Vous avez dit ceci en fin de semaine : N. Sarkozy a tendance à grossir  l'impact de la crise financière pour s'exonérer d'un débat sur sa  politique économique et sociale. Vous croyez vraiment que N. Sarkozy  exagère ? 
 
Je ne dis pas qu'il exagère. Je considère que le discours fait à Toulon  participe d'attribuer à la crise financière internationale tous les maux ou  toutes les conséquences sociales à terme dans notre pays ; alors que je  considère qu'il y a dans l'ensemble des pays - ce n'est pas propre à la France  - il y a aussi des orientations en matière économique et sociale au plan  national qui peuvent contribuer à amplifier la crise que nous connaissons ou  au contraire, essayer de l'atténuer. 
 
Mais cette crise nous met-elle en danger ? Ne nécessite-t-elle pas qu'on  lui accorde la priorité que tout découle de là ? 
 
Mais bien sûr.
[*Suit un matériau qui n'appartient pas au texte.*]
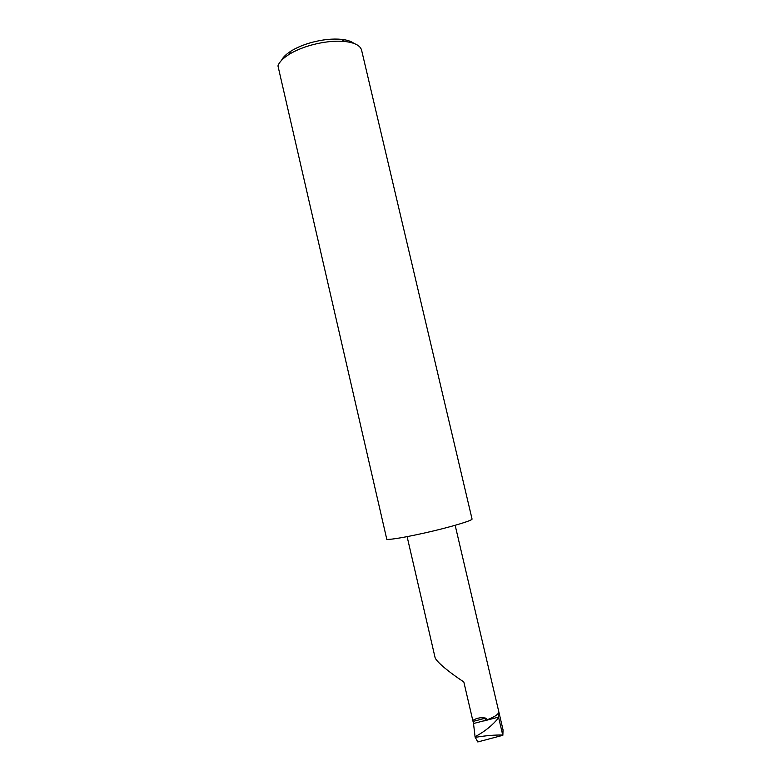 <?xml version="1.0" encoding="UTF-8"?>
<svg xmlns="http://www.w3.org/2000/svg" width="781" height="781" viewBox="0 0 781 781"><rect width="100%" height="100%" fill="white"/><g stroke="black" fill="none" stroke-linecap="round" stroke-linejoin="round"><path stroke-width="1.17" d="M473.071 721.419L485.655 718.12L486.348 718.647L484.503 720.629L473.511 723.518L463.807 681.891C455.089 676.405 436.628 662.786 435.066 657.534L407.116 536.645M281.521 60.342C282.976 57.267 286.139 54.182 290.991 51.097C296.643 47.582 303.516 44.702 311.619 42.447C322.573 39.548 332.521 38.513 341.473 39.343C347.194 39.968 351.391 41.344 354.057 43.463M311.765 44.966C302.764 47.465 295.13 50.658 288.872 54.533C282.839 58.38 279.198 62.158 277.958 65.887L386.829 539.456C392.404 539.476 405.183 537.279 425.157 532.857C450.237 527.234 473.188 520.361 472.036 518.965L361.593 50.179C360.324 45.562 354.759 42.662 344.899 41.5C334.981 40.583 323.93 41.735 311.765 44.966M498.854 711.979L498.581 717.104L483.732 721.009C493.241 717.788 498.278 714.781 498.854 711.979L503.042 729.874L502.857 735.302L477.787 741.95L475.102 737.059L473.511 723.518M455.157 525.301L503.042 729.874M498.581 717.104L498.668 717.71C492.743 725.061 485.186 731.231 476.01 736.21L475.102 737.059L476.244 737.215C486.192 735.565 495.027 734.843 502.73 735.048L502.857 735.302M483.732 721.009L484.503 720.629M485.655 718.12C481.174 717.163 476.879 717.934 472.769 720.424M498.668 717.71L502.73 735.048M476.244 737.215L475.229 737.479M474.994 736.483L476.01 736.21M290.991 51.097L288.872 54.533M341.473 39.343L344.899 41.5"/></g></svg>
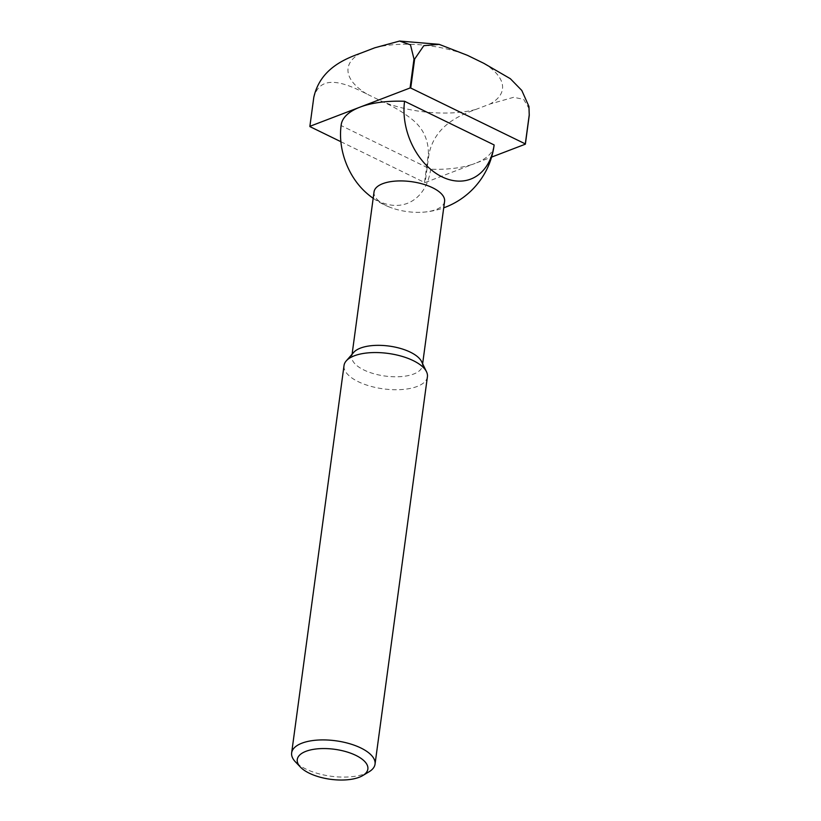 <?xml version="1.0" encoding="UTF-8"?>
<svg xmlns="http://www.w3.org/2000/svg" width="821" height="821" viewBox="0 0 821 821"><rect width="100%" height="100%" fill="white"/><g stroke="black" fill="none" stroke-linecap="round" stroke-linejoin="round"><path stroke-width="0.62" stroke-dasharray="4.11 3.08" d="M421.584 361.589A35.59 15.127 7.7 0 1 422.353 365.827A35.59 15.127 7.7 0 1 413.681 374.027A35.59 15.127 7.7 0 1 373.719 373.688A35.59 15.127 7.7 0 1 351.819 356.293A35.59 15.127 7.7 0 1 353.687 352.414M444.582 201.412A35.59 15.127 7.7 0 1 435.91 209.601A35.59 15.127 7.7 0 1 422.651 212.218A35.59 15.127 7.7 0 1 392.315 208.124A35.59 15.127 7.7 0 1 386.065 205.537A35.59 15.127 7.7 0 1 374.048 191.868M427.413 376.777A42.076 17.877 7.7 0 1 417.16 386.465A42.076 17.877 7.7 0 1 369.922 386.075A42.076 17.877 7.7 0 1 344.03 365.499M369.04 771.802A42.076 17.877 7.7 0 1 364.791 773.834A42.076 17.877 7.7 0 1 295.406 761.847M364.832 191.498A59.933 42.815 69.1 0 0 378.614 201.155A59.933 42.815 69.1 0 0 430.666 169.229L341.105 125.562A77.133 32.778 7.7 0 1 341.177 124.915M341.105 125.562A59.933 42.815 69.1 0 0 340.766 128.63M340.879 141.705L424.508 182.478L428.418 153.548C428.377 139.334 422.846 127.881 411.814 119.158C402.895 112.159 393.3 106.412 383.038 101.917L366.7 93.943C348.227 84.522 320.498 71.766 313.838 97.668L309.917 126.608M529.35 109.07L523.654 99.351L513.648 97.299L490.055 104L475.759 109.47C459.616 115.279 435.356 125.254 429.065 153.599L425.155 182.529A108.762 46.222 7.7 0 1 424.508 182.478M425.155 182.529L475.256 163.348A77.133 32.778 7.7 0 1 430.666 169.229M494.057 145.584A77.133 32.778 7.7 0 1 475.256 163.348L491.594 157.098M366.7 93.943A77.903 33.107 7.7 0 1 360.491 53.273M374.776 47.792A77.903 33.107 7.7 0 1 467.498 55.356M483.846 63.33A77.903 33.107 7.7 0 1 490.055 104M475.759 109.47A77.903 33.107 7.7 0 1 383.038 101.917M429.065 153.599A108.762 46.222 7.7 0 1 428.418 153.548M422.63 363.765L422.353 365.827M373.175 198.302A77.133 77.133 0 0 0 392.315 208.124M422.651 212.218A77.133 77.133 0 0 0 443.709 207.836M352.096 354.22L351.819 356.293"/><path stroke-width="1.23" d="M300.445 767.122L295.406 761.847A42.076 17.877 7.7 0 1 291.65 752.867L344.03 365.499A42.076 17.877 7.7 0 1 346.236 360.912L353.687 352.414A35.59 15.127 7.7 0 1 360.491 348.094A35.59 15.127 7.7 0 1 395.845 347.273A35.59 15.127 7.7 0 1 421.584 361.589L426.51 371.769A42.076 17.877 7.7 0 1 427.413 376.777L375.043 764.146A42.076 17.877 7.7 0 1 369.04 771.802L362.779 775.547A35.621 15.137 7.7 0 1 359.188 777.271A35.621 15.137 7.7 0 1 300.445 767.122A35.621 15.137 7.7 0 1 305.946 751.318A35.621 15.137 7.7 0 1 353.461 754.294A35.621 15.137 7.7 0 1 362.779 775.547M352.096 354.22L374.048 191.868A35.59 15.127 7.7 0 1 382.73 183.678A35.59 15.127 7.7 0 1 432.575 187.742A35.59 15.127 7.7 0 1 444.582 201.412L422.63 363.765M346.236 360.912A42.076 17.877 7.7 0 1 354.282 355.811A42.076 17.877 7.7 0 1 396.081 354.836A42.076 17.877 7.7 0 1 426.51 371.769M291.65 752.867A42.076 17.877 7.7 0 1 301.912 743.179A42.076 17.877 7.7 0 1 349.151 743.569A42.076 17.877 7.7 0 1 375.043 764.146M442.078 176.864A59.933 42.815 -110.9 0 1 404.568 101.27L494.129 144.937A59.933 42.815 -110.9 0 1 442.078 176.864M373.175 198.302A77.133 77.133 0 0 1 364.832 191.498A59.933 42.815 69.1 0 1 340.766 128.63A77.133 77.133 0 0 1 341.177 124.915A77.133 32.778 7.7 0 1 359.978 107.151A77.133 32.778 7.7 0 1 404.568 101.27M359.978 107.151L309.876 126.321L313.786 97.391C320.087 69.046 344.348 59.071 360.491 53.273L374.776 47.792L399.591 41.05L410.479 44.837L413.989 59.03L410.079 87.97L359.978 107.151M340.879 141.705L309.917 126.608A108.762 46.222 7.7 0 1 309.876 126.321M494.129 144.937A77.133 32.778 7.7 0 1 494.057 145.584A77.133 77.133 0 0 1 443.709 207.836M491.594 157.098L525.358 144.178L529.268 115.238L528.94 106.453L529.227 114.961L525.307 143.891L410.726 88.021L414.636 59.081L423.8 45.689L439.132 44.344L467.498 55.356L483.846 63.33L510.344 78.703L521.797 90.454L528.94 106.453M410.079 87.97A108.762 46.222 7.7 0 1 410.726 88.021M413.989 59.03A108.762 46.222 7.7 0 1 414.636 59.081M439.132 44.344L399.591 41.05"/></g></svg>

Et d'ailleurs le mouvement syndical fait partie des  mouvements les plus soucieux dans cette période. Parce que qu'est-ce qui est  en jeu ? On n'en parle pas encore énormément. On se focalise - et on peut  comprendre pourquoi ces derniers jours - sur la crise financière,  sous-entendu l'état de santé des organismes financiers, des institutions  financières, des banques, des organismes de crédit. Mais ce qu'il faut bien  comprendre c'est qu'à terme, derrière, ce à quoi nous allons avoir à faire  face : c'est une crise économique importante... 
 
Une récession sans doute... 
 
Oui, elle est déjà là. Je ne rentre pas dans la polémique avec le Gouvernement  à ce propos ; et pour beaucoup de salariés, elle date déjà depuis plusieurs  années : la rigueur au plan social et au plan économique. Ce sont les  conséquences au plan social qui sont aussi examinées. Et on s'en dira sans  doute un mot demain puisqu'il se trouve que nous avons une journée  mondiale de mobilisation au plan syndical. Il serait fort de café que ça soit les  salariés qui paient la facture à terme. Or, ces risques-là sont grands. Et ce  que je reproche à monsieur N. Sarkozy, entre autres des responsables  politiques nationaux, c'est de ne pas retenir le social comme étant un levier  permettant de sortir de la crise. 
 
Qu'est-ce que ça veut dire : retenir le social ? Qu'est-ce que vous  attendriez aujourd'hui du Gouvernement en matière sociale ? 
 
Je prends un exemple. Le Président français est le président en exercice de  l'Union européenne. Je remarque que le développement social n'a pas été  retenu parmi les quatre priorités de la présidence française de l'Union  européenne, alors qu'il y a une attente et une exigence syndicale dans toute  l'Europe : c'est que l'on fasse du social un élément de la croissance et du  développement. Au contraire, c'est la crise d'un système économique, un  système économique qui privilégie la reconnaissance du capital sur le travail  humain. Une des questions consiste, d'une part, à savoir si ce système  n'explose pas. On a une intervention en urgence des chefs d'Etat. 
 
On a l'impression qu'elle est un peu en train d'exploser ! Oui. 
 
Oui. Il faut dire aussi : ils ont du mal à admettre leurs moyens en partie  limitée, ces chefs d'Etat. On ne peut pas à la fois confier l'économie  globalement aux organismes de crédit en permanence et s'étonner que les  chefs d'Etat en moment de crise, soient dépourvus de moyens d'intervention.  On reparle d'intervention publique. On reparle d'intervention de l'Etat après  des années où on nous a expliqués, où on a justifié toute une séquence de  privatisations dans le secteur financier entre autres, mais aussi dans les  services publics. Et on se réinterroge sur la manière dont les responsables  politiques vont pouvoir intervenir sur les structures économiques alors qu'ils  se sont dessaisis des moyens qu'ils avaient à leur disposition en son temps. 
 
C'est dans ce contexte, B. Thibault, que demain - vous avez juste fait  une allusion tout à l'heure - aura lieu une journée d'action. Alors, elle  s'inscrit dans une journée mondiale de mobilisation pour un travail  décent. Plusieurs services publics risquent d'être touchés demain en  France. Mais quand même globalement, vous ne redoutez pas un "flop"  pour cette journée ? Avez-vous l'impression qu'on a la tête à ça ?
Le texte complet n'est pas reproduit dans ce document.